I am going to switzerland in June, travelling thru France

This is my first time abroad with my camper

I will be pulling a trailer with 2 motorbikes, max sped 80kph (50mph)

1) what MUST I carry with me

2) do you recommend motorways or other roads at that speed

thanx in advance


----------



## Grizzly (May 9, 2005)

This is a useful booklet to print out and will, I think, answer most of your questions about what to take:

HERE

If you wear glasses then take a spare pair and, if you do intend to use the peage ( ie toll motorway) then have change ready before you go. You can use a card.

It depends on how confident you are about towing your trailer through towns and cities and small villages with market days going on. The motorway avoids all these and is often pretty empty but to cross France on them costs a lot.

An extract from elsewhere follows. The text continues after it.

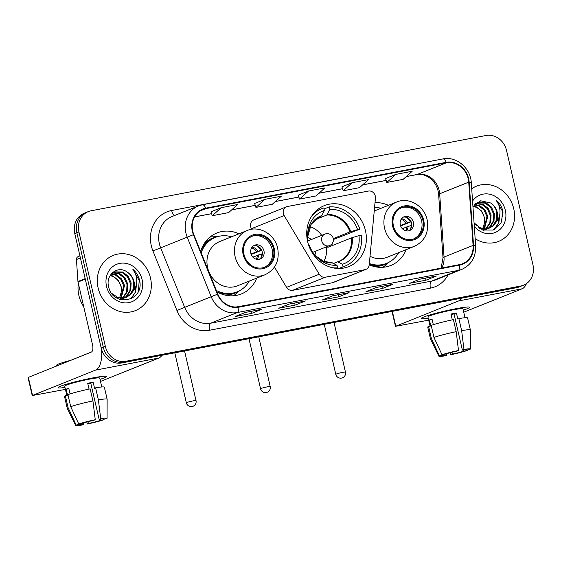 <?xml version="1.0" encoding="UTF-8"?>
<svg xmlns="http://www.w3.org/2000/svg" width="561" height="561" viewBox="0 0 561 561"><rect width="100%" height="100%" fill="white"/><g stroke="black" fill="none" stroke-linecap="round" stroke-linejoin="round"><path stroke-width="0.84" d="M283.347 213.573A6.199 5.533 68.1 0 0 284.147 215.564L319.251 274.245A6.199 5.533 68.1 0 0 325.289 277.225L365.029 269.652A6.199 5.533 68.1 0 0 365.947 269.385A6.199 5.533 68.1 0 0 369.243 264.715L375.435 198.166A6.199 5.533 68.1 0 0 368.444 191.063L287.407 206.511A6.199 5.533 68.1 0 0 286.489 206.778A6.199 5.533 68.1 0 0 283.347 213.573M286.489 206.778L253.817 219.884A6.199 5.533 68.1 0 0 250.669 226.679A6.199 5.533 68.1 0 0 251.475 228.671L251.826 229.26M369.229 264.827A32.847 29.319 68.1 0 0 390.814 265.465A32.847 29.319 68.1 0 0 406.171 249.624M307.638 241.623A32.847 29.319 68.1 0 0 348.767 266.601A32.847 29.319 68.1 0 0 365.449 230.606A32.847 29.319 68.1 0 0 324.314 205.628A32.847 29.319 68.1 0 0 307.638 241.623M216.904 291.853A32.847 29.319 68.1 0 0 241.37 293.943A32.847 29.319 68.1 0 0 256.728 278.109M238.965 233.818A32.847 29.319 68.1 0 0 216.918 232.976A32.847 29.319 68.1 0 0 200.642 251.496M388.408 205.333A32.847 29.319 68.1 0 0 375.014 202.626M274.455 267.092L286.573 287.344A6.199 5.533 68.1 0 0 292.611 290.332L332.35 282.758A6.199 5.533 68.1 0 0 333.269 282.492L365.947 269.385M88.372 211.574L84.227 213.236A18.59 16.592 68.1 0 0 74.781 233.607L101.19 347.995A18.59 16.592 68.1 0 0 121.723 362.939L516.611 287.674A18.59 16.592 68.1 0 0 519.36 286.867L521.435 286.033A18.59 16.592 68.1 0 1 518.68 286.839A18.59 16.592 68.1 0 0 521.435 286.033L523.511 285.205A18.59 16.592 68.1 0 0 532.95 264.827L506.541 150.446A18.59 16.592 68.1 0 0 486.008 135.503L91.127 210.768A18.59 16.592 68.1 0 0 88.372 211.574A18.59 16.592 68.1 0 0 78.933 231.945L105.342 346.333A18.59 16.592 68.1 0 0 125.874 361.27L520.755 286.012A18.59 16.592 68.1 0 0 523.511 285.205M105.342 346.333L103.266 347.161A18.59 16.592 68.1 0 0 123.799 362.104L518.68 286.839L123.799 362.104A18.59 16.592 68.1 0 1 103.266 347.161L76.857 232.78L103.266 347.161L101.19 347.995M86.296 212.402A18.59 16.592 68.1 0 0 76.857 232.78A18.59 16.592 68.1 0 1 86.296 212.402M98.133 287.996A29.747 26.549 68.1 0 0 135.39 310.612A29.747 26.549 68.1 0 0 150.495 278.018A29.747 26.549 68.1 0 0 113.245 255.395A29.747 26.549 68.1 0 0 98.133 287.996A29.747 26.549 68.1 0 0 135.39 310.612A29.747 26.549 68.1 0 0 150.495 278.018A29.747 26.549 68.1 0 0 113.245 255.395A29.747 26.549 68.1 0 0 98.133 287.996M475.153 238.677A29.747 26.549 68.1 0 0 498.638 241.377A29.747 26.549 68.1 0 0 513.75 208.783A29.747 26.549 68.1 0 0 476.492 186.161A29.747 26.549 68.1 0 0 471.703 188.755A29.747 26.549 68.1 0 1 476.492 186.161L476.492 186.161A29.747 26.549 68.1 0 1 513.75 208.783A29.747 26.549 68.1 0 1 498.638 241.377A29.747 26.549 68.1 0 1 475.153 238.677M192.774 231.244A19.831 17.7 -111.9 0 1 202.844 209.512A19.831 17.7 -111.9 0 1 205.782 208.65L446.311 162.809A19.831 17.7 -111.9 0 1 468.716 182.143L473.084 245.416A19.831 17.7 -111.9 0 1 462.509 263.754A19.831 17.7 -111.9 0 1 459.571 264.61L238.663 306.72A19.831 17.7 -111.9 0 1 217.794 294.076L193.811 234.54A19.831 17.7 -111.9 0 1 192.774 231.244M192.339 231.328A20.329 18.141 68.1 0 0 193.398 234.701L217.388 294.237A20.329 18.141 68.1 0 0 238.769 307.197L459.683 265.094A20.329 18.141 68.1 0 0 473.533 245.416L469.164 182.143A20.329 18.141 68.1 0 0 446.198 162.325L205.67 208.173A20.329 18.141 68.1 0 0 192.339 231.328M395.821 174.387L386.802 182.465L403.163 179.345L412.181 171.273L395.821 174.387L385.554 178.531M352.189 182.704L343.164 190.775L359.531 187.662L368.549 179.59L352.189 182.704L341.922 186.848M221.286 207.654L212.268 215.726L228.629 212.612L237.647 204.534L221.286 207.654L211.02 211.799M254.645 203.461L264.918 199.337L255.9 207.409L254.645 203.461M298.284 195.144L308.55 191.02L299.532 199.092L298.284 195.144M436.367 276.026L425.995 280.184L409.628 283.305L420.007 279.14L436.367 276.026A4.958 2.202 -100.8 0 1 436.185 276.075L419.916 279.182M305.465 300.969L295.093 305.135L278.726 308.255L289.104 304.09L305.465 300.969A4.958 2.202 -100.8 0 1 305.282 301.026L289.013 304.125M261.833 309.286L251.454 313.452L235.094 316.565L245.466 312.407L261.833 309.286A4.958 2.202 -100.8 0 1 261.65 309.342L245.381 312.442M392.735 284.343L382.357 288.501L365.996 291.622L376.368 287.456L392.735 284.343A4.958 2.202 -100.8 0 1 392.546 284.392L376.277 287.491M349.096 292.66L338.725 296.818L322.365 299.939L332.736 295.773L349.096 292.66A4.958 2.202 -100.8 0 1 348.914 292.709L332.645 295.808M255.9 207.409L272.26 204.295L281.278 196.224L264.918 199.337M299.532 199.092L315.892 195.978L324.917 187.907L308.55 191.02M338.725 296.818L338.248 294.742M382.357 288.501L381.88 286.426M251.454 313.452L250.977 311.376M295.093 305.135L294.616 303.059M425.995 280.184L425.511 278.109M212.268 215.726L211.013 211.778M343.164 190.775L341.915 186.827M386.802 182.465L385.547 178.51M338.094 287.765L320.752 291.075M321.734 290.886L320.724 290.879M294.462 296.082L277.12 299.385M278.102 299.202L277.092 299.195M250.83 304.399L236.16 306.993M381.732 279.448L364.384 282.758M365.365 282.569L364.355 282.562M425.364 271.131L408.022 274.441M409.004 274.252L407.987 274.245M78.337 283.354A30.988 27.657 68.1 0 0 78.891 295.486A30.988 27.657 68.1 0 0 83.743 306.79M111.443 273.761L116.204 274.68L121.59 278.908L124.535 285.507L121.176 298.045M120.839 298.396L119.788 299.343M111.162 274.091L115.377 275.009L120.769 279.245L123.715 285.837L120.685 298.01M120.356 298.382L119.437 299.279M112.915 272.653L119.493 273.361L124.886 277.59L127.831 284.189L127.473 291.418L123.083 298.024M122.719 298.305L121.59 299.048M121.197 299.265L120.475 299.623M112.53 272.905L118.673 273.691L124.058 277.919L127.01 284.518L126.653 291.748L122.621 298.052M122.263 298.354L121.148 299.146M120.762 299.378L120.377 299.595M111.394 273.803L114.5 271.847L122.789 272.036L128.174 276.271L131.127 282.87L130.769 290.093L127.13 296.047L124.879 297.73M124.493 297.947L119.654 299.357M114.093 272.022L121.968 272.373L127.354 276.601L130.299 283.2L129.949 290.423L126.309 296.376L124.444 297.828M124.058 298.059L122.866 298.669M123.28 298.508L120.124 299.518M127.424 272.225C118.098 264.813 105.461 274.694 108.561 286.39C112.389 307.512 143.707 302.049 139.787 281.292L139.577 280.269C138.504 275.809 136.253 272.148 132.831 269.28C135.383 272.66 136.688 276.566 136.765 280.991C136.758 284.778 135.566 288.109 133.188 290.984A14.004 12.503 68.1 0 0 134.051 281.692A14.004 12.503 68.1 0 0 127.424 272.225C130.706 274.581 132.761 277.8 133.595 281.874L133.238 289.104L129.605 295.058L126.162 297.344M133.188 290.984L130.425 294.721L126.576 297.19L117.551 297.295L111.667 293.34M126.576 297.19L116.73 297.625L115.3 297.021M110.349 275.241L112.908 276.005L118.294 280.234L121.246 286.832L121.442 291.257L119.633 297.856M121.442 291.257A14.004 12.503 68.1 0 0 121.078 286.895A14.004 12.503 68.1 0 0 110.089 275.668M112.242 272.891L113.68 272.183M106.534 286.39A20.203 18.036 68.1 0 0 128.848 302.631A20.203 18.036 68.1 0 0 142.094 279.616A20.203 18.036 68.1 0 0 119.788 263.375A20.203 18.036 68.1 0 0 106.534 286.39M132.831 269.28L139.198 280.416L138.504 290.78M136.288 284.946L134.991 292.695L130.755 298.964M136.596 283.389L135.643 291.867L131.232 298.733M64.985 387.448A24.789 1.921 -13 0 1 58.204 387.392A24.789 1.921 -13 0 1 92.572 377.96A24.789 1.921 -13 0 1 106.071 376.34A24.789 1.921 -13 0 1 100.005 379.362A24.789 1.921 -13 0 0 106.352 376.543A24.789 1.921 -13 0 0 92.572 377.96A24.789 1.921 -13 0 0 58.042 387.693A24.789 1.921 -13 0 0 64.985 387.448M101.534 349.3A24.789 11.01 79.2 0 1 95.531 370.113L32.222 395.561L65.427 389.383M161.954 355.267A24.789 11.01 79.2 0 1 158.798 358.051L100.482 381.445M32.222 395.561L28.05 377.504L91.359 352.049A6.199 2.756 -100.8 0 0 92.565 344.987L78.035 282.043A3.1 2.763 -111.9 0 1 77.951 281.51L76.436 259.526A3.1 2.763 -111.9 0 1 78.091 256.665L79.935 255.921M83.294 422.973L83.617 424.382A12.391 0.961 -13 0 1 79.29 424.642A12.391 0.961 -13 0 1 79.508 424.382L79.389 423.864M70.707 406.662L78.75 423.983L82.102 423.345A12.391 0.961 -13 0 1 93.666 420.357L95.258 419.719L92.93 400.919L90.153 388.878A20.448 1.585 -13 0 0 67.923 394.621L70.707 406.662A20.448 1.585 -13 0 1 92.93 400.919M89.059 389.103L87.712 383.282A17.973 1.395 -13 0 1 90.552 382.714A17.973 1.395 -13 0 1 93.168 382.237L94.557 388.261L95.608 387.84L98.385 399.881L100.714 418.681L99.122 419.319L90.777 383.198A12.391 0.961 167 0 0 88.217 383.647A12.391 0.961 167 0 0 87.818 383.724M66.815 395.379L64.683 386.164A17.973 1.395 -13 0 1 89.718 379.103A17.973 1.395 -13 0 1 99.711 378.072L101.758 386.971M95.608 387.84A20.448 1.585 -13 0 1 104.346 387.153L107.13 399.194A20.448 1.585 -13 0 1 107.13 399.222L107.074 418.247A16.115 1.248 -13 0 1 106.583 418.681L103.231 419.319L103.14 418.927M98.385 399.881A20.448 1.585 -13 0 1 107.13 399.194M78.75 423.983A16.115 1.248 -13 0 1 95.258 419.719M100.714 418.681A16.115 1.248 -13 0 1 107.074 418.247M100.349 419.13L100.636 420.357L103.988 419.719L103.981 419.172M103.988 419.719A16.115 1.248 -13 0 1 87.481 423.983L89.073 423.345L88.652 421.514M86.787 421.991L87.481 423.983M99.122 419.319A12.391 0.961 -13 0 1 103.448 419.067A12.391 0.961 -13 0 1 103.231 419.319M100.636 420.357A12.391 0.961 -13 0 1 89.073 423.345M56.829 365.898L56.661 365.183A21.073 1.634 -13 0 1 70.651 360.358M70.069 393.913L68.744 388.177A17.973 1.395 -13 0 0 66.156 389.222L67.544 395.239L65.335 395.659L68.112 407.7L76.156 425.028L79.508 424.382M83.617 424.382L82.025 425.028A16.115 1.248 -13 0 1 75.679 425.497L67.285 408.422A20.448 1.585 -13 0 1 67.271 408.394L64.494 396.354A20.448 1.585 -13 0 1 65.335 395.659M67.271 408.394A20.448 1.585 -13 0 1 68.112 407.7M75.679 425.497A16.115 1.248 -13 0 1 76.156 425.028M66.156 389.222L68.87 388.703M90.777 383.198L93.168 382.237M339.012 268.495A30.988 27.657 68.1 0 0 339.777 268.2L344.966 266.124A30.988 27.657 68.1 0 1 343.073 266.791L342.483 264.252A28.387 25.336 68.1 0 0 358.956 235.641L351.375 237.92L327.841 247.352A24.291 21.683 68.1 0 0 327.708 246.335M333.641 263.425L337.603 261.833L342.483 264.252M324.363 210.501L324.055 208.973L329.244 206.89A30.988 27.657 68.1 0 1 359.867 229.183L333.395 239.512M337.792 268.474L337.512 267.373M344.966 266.124A30.988 27.657 68.1 0 0 361.263 235.199L358.956 235.641M343.073 266.791L338.83 268.495M336.277 268.368L337.617 267.828A30.988 27.657 68.1 0 1 332.203 267.681M359.867 229.183L357.567 229.617A28.387 25.336 68.1 0 0 329.833 209.435L329.244 206.89M308.662 245.227L309.293 245.101A28.387 25.336 68.1 0 0 315.787 256.195A28.387 25.336 68.1 0 0 337.028 265.29L337.617 267.828M329.833 209.435L326.797 215.024L314.973 219.765M333.276 238.6L349.987 231.896L357.567 229.617M337.028 265.29L332.147 262.878M337.603 261.833L338.22 261.903A24.586 21.942 68.1 0 0 352.182 237.647M331.937 243.86A29.438 26.276 -111.9 0 1 332.266 245.578M319.553 216.777L321.825 215.557L324.377 210.473L323.788 207.928A30.988 27.657 68.1 0 0 321.895 208.601L316.713 210.684A30.988 27.657 68.1 0 0 315.955 210.999M321.895 208.601A30.988 27.657 68.1 0 0 311.593 216.294M324.377 210.473A28.387 25.336 68.1 0 0 307.659 235.936A28.387 25.336 68.1 0 0 307.905 239.084L307.169 239.224M307.905 239.084L307.316 240.087M326.341 246.882A23.303 20.799 -111.9 0 1 323.865 261.405M311.411 239.519A11.774 10.512 68.1 0 0 307.744 237.499M307.821 240.957A9.299 8.296 68.1 0 0 307.449 240.76M309.903 226.595A23.303 20.799 -111.9 0 1 321.726 235.382M314.77 255.017A11.774 10.512 68.1 0 0 316.025 251.019M243.979 254.414A16.732 14.937 68.1 0 0 264.939 267.134A16.732 14.937 68.1 0 0 273.431 248.796A16.732 14.937 68.1 0 0 252.478 236.076A16.732 14.937 68.1 0 0 243.979 254.414M264.28 267.38A16.732 14.937 68.1 0 0 272.134 249.315A16.732 14.937 68.1 0 0 251.84 236.349M231.518 236.805A29.312 26.164 68.1 0 0 215.382 237.401L214.085 237.92A29.312 26.164 68.1 0 0 200.733 251.195M215.382 237.401A29.312 26.164 68.1 0 0 201.189 252.857M247.233 230.501L219.744 241.525A23.857 21.297 68.1 0 0 207.626 267.674A23.857 21.297 68.1 0 0 237.506 285.815L264.995 274.785A23.857 21.297 -111.9 0 1 235.115 256.643A23.857 21.297 -111.9 0 1 247.233 230.501C259.315 225.171 274.932 234.4 277.695 248.285C279.729 260.725 275.493 269.56 264.995 274.785M216.35 290.486A29.312 26.164 68.1 0 0 237.205 291.811A29.312 26.164 68.1 0 0 249.28 281.089M217.086 291.958A29.312 26.164 68.1 0 0 235.908 292.33L237.205 291.811M250.865 253.369A7.433 6.641 68.1 0 0 260.178 259.028A7.433 6.641 68.1 0 0 263.958 250.879A7.433 6.641 68.1 0 0 254.645 245.22A7.433 6.641 68.1 0 0 250.865 253.369M259.238 259.315A7.433 6.641 68.1 0 0 262.141 251.601A7.433 6.641 68.1 0 0 253.768 245.662M239.68 290.647L235.613 294.118A32.222 28.765 -111.9 0 1 233.46 295.766M209.94 237.121A32.222 28.765 -111.9 0 1 212.633 236.833L217.977 236.532M261.699 250.234L251.195 254.449M256.012 245.592A8.674 7.742 -111.9 0 1 260.823 250.353L261.678 250.192M251.012 253.93L260.823 250.353M260.914 257.808A8.674 7.742 -111.9 0 0 261.657 253.965L262.338 253.831M261.657 253.965L252.864 257.134M393.429 225.929A16.732 14.937 68.1 0 0 414.383 238.649A16.732 14.937 68.1 0 0 422.882 220.312A16.732 14.937 68.1 0 0 401.921 207.591A16.732 14.937 68.1 0 0 393.429 225.929M413.723 238.895A16.732 14.937 68.1 0 0 421.584 220.831A16.732 14.937 68.1 0 0 401.283 207.865M380.961 208.32A29.312 26.164 68.1 0 0 374.587 207.24M370.029 256.272A23.857 21.297 68.1 0 0 386.95 257.331L414.439 246.307A23.857 21.297 -111.9 0 1 384.558 228.159A23.857 21.297 -111.9 0 1 396.676 202.016C408.759 196.687 424.382 205.922 427.145 219.8C429.172 232.247 424.936 241.076 414.439 246.307M369.348 263.544A29.312 26.164 68.1 0 0 386.648 263.326A29.312 26.164 68.1 0 0 398.724 252.611M369.264 264.462A29.312 26.164 68.1 0 0 385.351 263.845L386.648 263.326M400.309 224.884A7.433 6.641 68.1 0 0 409.628 230.543A7.433 6.641 68.1 0 0 413.401 222.394A7.433 6.641 68.1 0 0 404.088 216.735A7.433 6.641 68.1 0 0 400.309 224.884M408.688 230.83A7.433 6.641 68.1 0 0 411.585 223.124A7.433 6.641 68.1 0 0 403.212 217.177M389.131 262.162L385.056 265.634A32.222 28.765 -111.9 0 1 382.904 267.281M411.143 221.749L400.638 225.964M405.456 217.107A8.674 7.742 -111.9 0 1 410.266 221.868L411.122 221.707M400.463 225.445L410.266 221.868M410.357 229.33A8.674 7.742 -111.9 0 0 411.101 225.48L411.788 225.347M411.101 225.48L402.307 228.657M428.232 318.213A24.789 1.921 -13 0 1 421.458 318.157A24.789 1.921 -13 0 1 455.82 308.725A24.789 1.921 -13 0 1 469.326 307.105A24.789 1.921 -13 0 1 463.26 310.128A24.789 1.921 -13 0 0 469.599 307.309A24.789 1.921 -13 0 0 455.82 308.725A24.789 1.921 -13 0 0 421.297 318.459A24.789 1.921 -13 0 0 428.232 318.213M461.934 298.094A24.789 11.01 79.2 0 1 458.779 300.878L395.47 326.327L428.681 320.149M526.449 283.621A24.789 11.01 79.2 0 1 522.053 288.817L463.737 312.211M446.542 353.739L446.872 355.148A12.391 0.961 -13 0 1 442.545 355.408A12.391 0.961 -13 0 1 442.762 355.148L442.643 354.629M433.955 337.427L441.998 354.748L445.357 354.11A12.391 0.961 -13 0 1 456.913 351.123L458.512 350.485L456.184 331.684L453.4 319.644A20.448 1.585 -13 0 0 431.178 325.387L433.955 337.427A20.448 1.585 -13 0 1 456.184 331.684M452.306 319.868L450.96 314.048A17.973 1.395 -13 0 1 453.8 313.48A17.973 1.395 -13 0 1 456.416 313.003L457.804 319.027L458.856 318.606L461.64 330.646L463.968 349.447L462.369 350.085L454.031 313.964A12.391 0.961 167 0 0 451.465 314.412A12.391 0.961 167 0 0 451.065 314.497M430.063 326.144L427.938 316.93A17.973 1.395 -13 0 1 452.965 309.868A17.973 1.395 -13 0 1 462.958 308.845L465.013 317.736M458.856 318.606A20.448 1.585 -13 0 1 467.601 317.919L470.377 329.959A20.448 1.585 -13 0 1 470.377 329.987A20.448 1.585 -13 0 0 461.64 330.646M441.998 354.748A16.115 1.248 -13 0 1 458.512 350.485M463.968 349.447A16.115 1.248 -13 0 1 470.321 349.012A16.115 1.248 -13 0 1 469.83 349.447L466.479 350.085L466.387 349.692M463.603 349.896L463.884 351.123L467.243 350.485L467.229 349.938M467.243 350.485A16.115 1.248 -13 0 1 450.728 354.748L452.327 354.11L451.9 352.28M450.034 352.757L450.728 354.748M462.369 350.085A12.391 0.961 -13 0 1 466.696 349.833A12.391 0.961 -13 0 1 466.479 350.085M463.884 351.123A12.391 0.961 -13 0 1 452.327 354.11M433.323 324.679L431.998 318.943A17.973 1.395 -13 0 0 429.403 319.987L430.792 326.004L428.583 326.425L431.36 338.465L439.41 355.793L442.762 355.148M446.872 355.148L445.28 355.793A16.115 1.248 -13 0 1 438.926 356.263L430.532 339.188A20.448 1.585 -13 0 1 430.525 339.16L427.741 327.119A20.448 1.585 -13 0 1 428.583 326.425M430.525 339.16A20.448 1.585 -13 0 1 431.36 338.465M438.926 356.263A16.115 1.248 -13 0 1 439.41 355.793M429.403 319.987L432.117 319.468M454.031 313.964L456.416 313.003M474.69 204.527L479.452 205.445L484.837 209.674L487.79 216.273L484.431 228.811M484.094 229.169L483.042 230.108M474.41 204.856L478.631 205.775L484.017 210.01L486.962 216.609L483.933 228.776M483.603 229.147L482.691 230.045M476.163 203.419L482.748 204.127L488.133 208.355L491.078 214.954L490.728 222.184L486.338 228.79M485.973 229.07L484.837 229.814M484.445 230.031L483.729 230.389M475.784 203.671L481.927 204.456L487.313 208.685L490.258 215.284L489.9 222.514L485.868 228.825M485.51 229.119L484.395 229.912M484.017 230.143L483.631 230.361M474.648 204.569L477.755 202.612L486.043 202.809L491.429 207.037L494.374 213.636L494.017 220.859L490.384 226.812L488.133 228.495M487.74 228.713L482.902 230.122M477.348 202.787L485.216 203.138L490.602 207.367L493.554 213.965L493.196 221.188L489.557 227.142L487.691 228.593M487.306 228.825L486.121 229.435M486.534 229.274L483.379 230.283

If you work your route out carefully on the N roads you might well miss the major towns but you will still encounter a lot of roundabouts on town outskirts. I believe that civic pride in France is tied up with how many roundabouts you have.

G


----------



## aultymer (Jun 20, 2006)

Grizzly - that is a great link and could save a few Euros in unexpected fines.
The civic pride fortunately ensures that most roundabouts are also gardens or sculptures which helps if you are lost and you can identify the same one again.

philbre:-
I have never used the French motorways with the van but do with a car!
The difference is that with the car we are usually going somewhere as opposed to going somewhere 'eventually' with the van.
It was a trip in a fast car accross France that convinced us we wanted a van so that we would see more than motorway embankments.
I suppose what I am trying to say is that if you are in a hurry to cross France then motorway it is but if you want to meet French people, eat French food and just chill then the N roads are a delight.
Remember that you won't see 30mph (or 50kph) signs - just the village name then as you leave - the village name with a band accross it - that is 30 mph restriction and end of restriction and they do set up portable radars. Hence a lot of villages on your route = a lot of 30mph driving.

Enjoy and don't worry.


----------



## 108717 (Dec 12, 2007)

philbre
One item the document doesn't mention is the requirement to have a high visibility vest for each motorhome occupant. I'm pretty sure this is now law. I visited France for holidays last year and regularly go 'Sans-Motorhome' for work and I have noticed many French car drivers now drape the high-vis vest across the back of their seat presumably because it stops them getting pulled to check if they have one.

I would never suggest that anybody relies on a SatNav as the gospel but recent Tom Toms display your current speed and the limit. They're not 100% accurate and obviously if there has been a speed limit change your argument wont stand up in court. However, I found it reassuring to check that what I thought was the limit is what I see on the GPS too. Especially when a Gendarme was pointing a speed gun at me en-route to La Rochelle!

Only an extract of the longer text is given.